→ **Exercise goal**: When the line containing "The second 1148x576" appears in the data below, begin copying there and stop only after the line containing "top=29, right=1076, bottom=561".

→ **Record excerpts**:
....
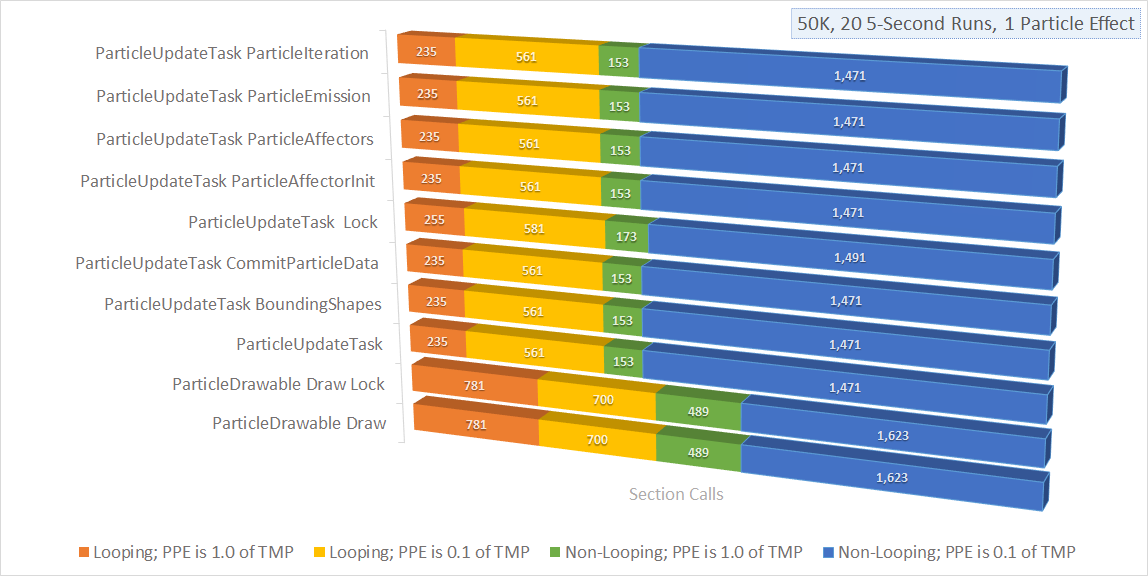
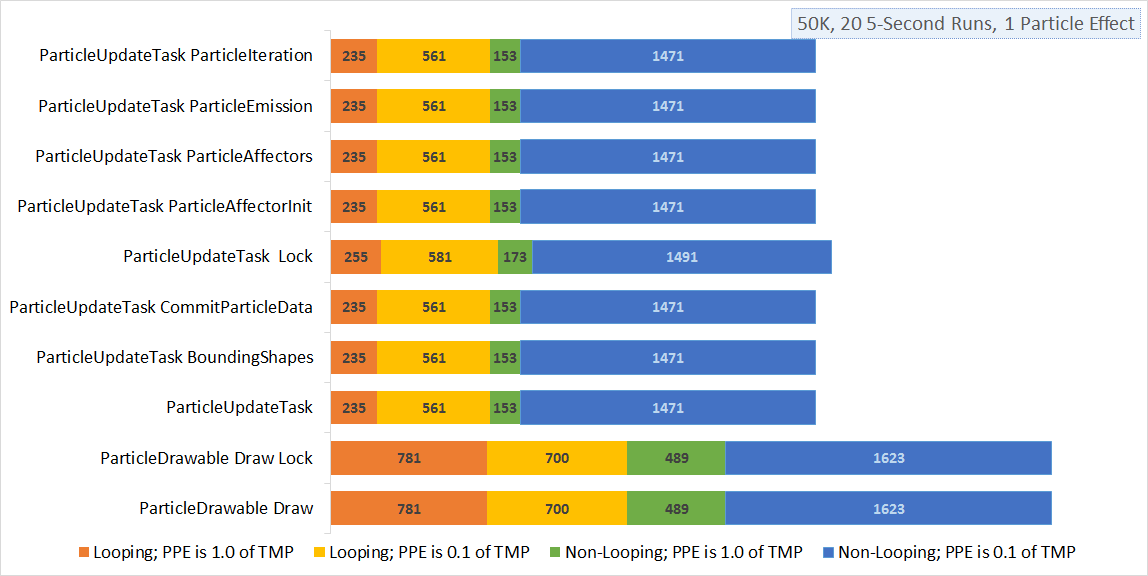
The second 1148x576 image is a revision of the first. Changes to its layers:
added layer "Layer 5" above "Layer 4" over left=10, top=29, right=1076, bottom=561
....
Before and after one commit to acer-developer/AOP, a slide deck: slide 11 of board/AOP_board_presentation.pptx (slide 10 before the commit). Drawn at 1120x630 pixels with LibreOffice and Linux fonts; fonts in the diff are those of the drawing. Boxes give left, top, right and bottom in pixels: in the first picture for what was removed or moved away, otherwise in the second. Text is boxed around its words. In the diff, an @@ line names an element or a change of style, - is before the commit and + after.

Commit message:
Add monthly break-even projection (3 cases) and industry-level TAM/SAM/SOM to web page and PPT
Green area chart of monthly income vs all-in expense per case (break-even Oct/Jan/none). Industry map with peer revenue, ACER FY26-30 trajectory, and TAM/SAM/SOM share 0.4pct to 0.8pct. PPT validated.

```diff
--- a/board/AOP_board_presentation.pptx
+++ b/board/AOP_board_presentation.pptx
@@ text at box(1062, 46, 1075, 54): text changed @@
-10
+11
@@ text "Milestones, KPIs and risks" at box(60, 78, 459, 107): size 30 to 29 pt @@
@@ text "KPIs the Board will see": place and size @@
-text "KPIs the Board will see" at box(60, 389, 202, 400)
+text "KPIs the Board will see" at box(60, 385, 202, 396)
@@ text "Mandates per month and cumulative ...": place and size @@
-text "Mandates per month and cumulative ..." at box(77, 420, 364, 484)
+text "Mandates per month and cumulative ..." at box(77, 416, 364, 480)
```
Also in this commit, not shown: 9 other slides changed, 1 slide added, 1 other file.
....
→ **Response area**:
The second 1148x576 image is a revision of the first. Changes to its layers:
added layer "Layer 5" above "Layer 4" over left=10, top=29, right=1076, bottom=561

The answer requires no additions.